To begin with, load pre-trained MobileNetV2 from torchvision. Then, download a cat image and preprocess it to use as the model input.

model = torchvision.models.quantization.mobilenet_v2(weights="DEFAULT", quantize=True)
model = model.eval()

input_shape = [1, 3, 224, 224]
input_data = torch.randn(input_shape)
scripted_model = torch.jit.trace(model, input_data).eval()

img_url = "https://github.com/dmlc/mxnet.js/blob/main/data/cat.png?raw=true"
img_path = download_testdata(img_url, "cat.png", module="data")
img = Image.open(img_path).resize((224, 224))

# Preprocess the image and convert to tensor
my_preprocess = transforms.Compose(
    [
        transforms.Resize(256),
        transforms.CenterCrop(224),
        transforms.ToTensor(),
        transforms.Normalize(mean=[0.485, 0.456, 0.406], std=[0.229, 0.224, 0.225]),
    ]
)
img = my_preprocess(img)
img = np.expand_dims(img, 0)

input_name = "input0"
shape_list = [(input_name, input_shape)]
relay_mod, params = relay.frontend.from_pytorch(scripted_model, shape_list)
/venv/apache-tvm-py3.8/lib/python3.8/site-packages/torch/ao/quantization/utils.py:376: UserWarning: must run observer before calling calculate_qparams. Returning default values.
  warnings.warn(
Downloading: "https://download.pytorch.org/models/quantized/mobilenet_v2_qnnpack_37f702c5.pth" to /workspace/.cache/torch/hub/checkpoints/mobilenet_v2_qnnpack_37f702c5.pth

  0%|          | 0.00/3.42M [00:00<?, ?B/s]
100%|##########| 3.42M/3.42M [00:00<00:00, 83.5MB/s]
/venv/apache-tvm-py3.8/lib/python3.8/site-packages/torch/ao/nn/quantized/modules/__init__.py:98: TracerWarning: Converting a tensor to a Python float might cause the trace to be incorrect. We can't record the data flow of Python values, so this value will be treated as a constant in the future. This means that the trace might not generalize to other inputs!
  return torch.quantize_per_tensor(X, float(self.scale),
/venv/apache-tvm-py3.8/lib/python3.8/site-packages/torch/ao/nn/quantized/modules/__init__.py:99: TracerWarning: Converting a tensor to a Python integer might cause the trace to be incorrect. We can't record the data flow of Python values, so this value will be treated as a constant in the future. This means that the trace might not generalize to other inputs!
  int(self.zero_point), self.dtype)

Define Target, Runtime and Executor

In this tutorial we use AOT host-driven executor. To compile the model for an emulated embedded environment on an x86 machine we use C runtime (CRT) and we use host micro target. Using this setup, TVM compiles the model for C runtime which can run on a x86 CPU machine with the same flow that would run on a physical microcontroller. CRT Uses the main() from src/runtime/crt/host/main.cc To use physical hardware, replace board with another physical micro target, e.g. nrf5340dk_nrf5340_cpuapp or mps2_an521 and change the platform type to Zephyr. See more target examples in Training Vision Models for microTVM on Arduino and microTVM TFLite Tutorial.
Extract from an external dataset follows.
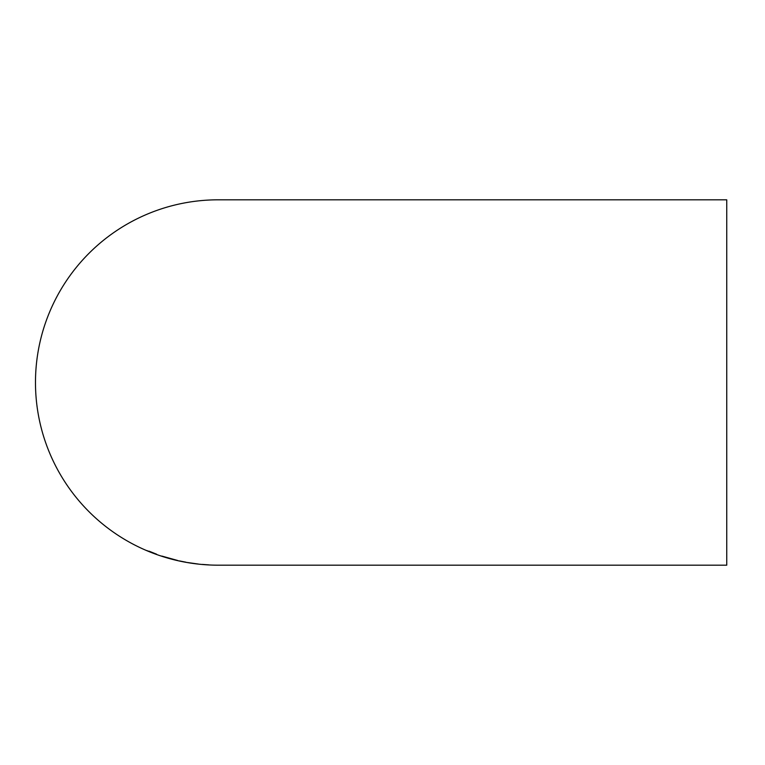 <?xml version="1.0" encoding="UTF-8"?>
<svg xmlns="http://www.w3.org/2000/svg" width="765" height="765" viewBox="0 0 765 765"><rect width="100%" height="100%" fill="white"/><g stroke="black" fill="none" stroke-linecap="round" stroke-linejoin="round"><path stroke-width="1.15" d="M218.78 565.182L726.75 565.182L726.75 199.818L218.149 199.818A182.682 182.682 0 0 0 35.477 382.5A182.682 182.682 0 0 0 218.149 565.182L218.599 565.182M208.568 564.857L202.295 564.407L208.568 564.905M198.393 564.073L187.349 562.505L198.393 564.063M186.048 562.246L179.555 560.927L186.048 562.227M161.797 556.069L177.815 560.525L161.797 556.069M153.325 553.172L146.851 550.561M149.012 551.202L156.595 554.204L149.012 551.154M149.012 551.345L153.344 553.162M163.959 556.671L163.481 556.509M175.654 560.009L163.959 556.757L175.654 559.932"/></g></svg>
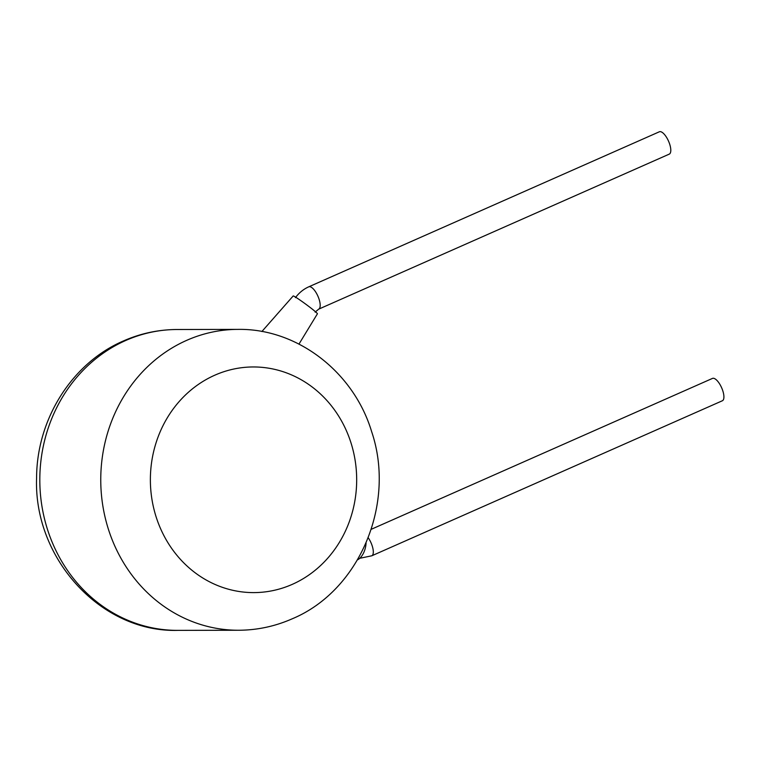 <?xml version="1.0" encoding="UTF-8"?>
<svg xmlns="http://www.w3.org/2000/svg" width="762" height="762" viewBox="0 0 762 762"><rect width="100%" height="100%" fill="white"/><g stroke="black" fill="none" stroke-linecap="round" stroke-linejoin="round"><path stroke-width="1.14" d="M371.237 529.304L712.47 378.409A12.221 4.591 66.1 0 1 713.222 378.257A12.221 4.591 66.1 0 1 722.014 388.649A12.221 4.591 66.1 0 1 722.357 400.764L371.761 555.803A12.221 4.591 66.1 0 0 368.217 537.762M660.111 131.626A12.221 4.591 -113.9 0 0 659.368 131.778L308.762 286.817A12.221 4.591 -113.9 0 1 309.515 286.664A12.221 4.591 -113.9 0 1 311.401 287.312A12.221 4.591 -113.9 0 1 319.002 298.98A12.221 4.591 -113.9 0 1 318.649 309.172L669.246 154.134A12.221 4.591 -113.9 0 0 668.903 142.018A12.221 4.591 -113.9 0 0 660.111 131.626M261.89 331.518L293.18 295.961A15.04 0.848 36.3 0 1 294.037 296.247A15.04 0.848 36.3 0 1 307.8 305.686A15.04 0.848 36.3 0 1 317.421 313.792L298.98 344.081M357.53 559.841A15.04 8.468 -77 0 0 366.065 543.011M125.749 340.471A150.438 137.531 89.9 0 0 42.377 508.797A150.438 137.531 89.9 0 0 177.66 630.374C100.727 632.527 33.471 558.289 36.595 477.822C36.7 419.386 71.971 362.998 123.444 340.947C140.579 333.404 158.439 329.594 177.032 329.508A150.438 137.531 89.9 0 0 125.749 340.471M214.836 375.18A112.824 103.156 89.9 0 0 157.905 522.065A112.824 103.156 89.9 0 0 292.217 584.387A112.824 103.156 89.9 0 0 349.148 437.502A112.824 103.156 89.9 0 0 214.836 375.18M177.66 630.374L238.601 630.25A150.438 137.531 -90.1 0 1 103.318 508.673A150.438 137.531 -90.1 0 1 186.7 340.347A150.438 137.531 -90.1 0 1 237.973 329.384L177.032 329.508M359.75 558.289L371.761 555.803M295.456 297.637C299.047 292.798 303.486 289.189 308.762 286.817M238.601 630.25C257.194 630.164 275.053 626.354 292.198 618.811C359.693 590.693 395.983 503.587 371.685 431.787C353.873 372.199 297.551 328.365 237.973 329.384M315.144 312.125L318.649 309.172"/></g></svg>

target = tvm.micro.testing.get_target(platform="crt", board=None)

# Use the C runtime (crt) and enable static linking by setting system-lib to True
runtime = tvm.relay.backend.Runtime("crt", {"system-lib": True})

# Use the AOT executor rather than graph or vm executors. Don't use unpacked API or C calling style.
executor = Executor("aot")

Compile the model

Now, we compile the model for the target:

with tvm.transform.PassContext(
    opt_level=3,
    config={"tir.disable_vectorize": True},
):
    module = tvm.relay.build(
        relay_mod, target=target, runtime=runtime, executor=executor, params=params
    )

Create a microTVM project

Now that we have the compiled model as an IRModule, we need to create a firmware project to use the compiled model with microTVM. To do this, we use Project API.

Build, flash and execute the model

Next, we build the microTVM project and flash it. Flash step is specific to physical microcontroller and it is skipped if it is simulating a microcontroller via the host main.cc` or if a Zephyr emulated board is selected as the target.

project.build()
project.flash()

input_data = {input_name: tvm.nd.array(img.astype("float32"))}
with tvm.micro.Session(project.transport()) as session:
    aot_executor = tvm.runtime.executor.aot_executor.AotModule(session.create_aot_executor())
    aot_executor.set_input(**input_data)
    aot_executor.run()
    result = aot_executor.get_output(0).numpy()

Look up synset name

Look up prediction top 1 index in 1000 class synset.

synset_url = (
    "https://raw.githubusercontent.com/Cadene/"
    "pretrained-models.pytorch/master/data/"
    "imagenet_synsets.txt"
)
synset_name = "imagenet_synsets.txt"
synset_path = download_testdata(synset_url, synset_name, module="data")
with open(synset_path) as f:
    synsets = f.readlines()

synsets = [x.strip() for x in synsets]
splits = [line.split(" ") for line in synsets]
key_to_classname = {spl[0]: " ".join(spl[1:]) for spl in splits}

class_url = (
    "https://raw.githubusercontent.com/Cadene/"
    "pretrained-models.pytorch/master/data/"
    "imagenet_classes.txt"
)
class_path = download_testdata(class_url, "imagenet_classes.txt", module="data")
with open(class_path) as f:
    class_id_to_key = f.readlines()

class_id_to_key = [x.strip() for x in class_id_to_key]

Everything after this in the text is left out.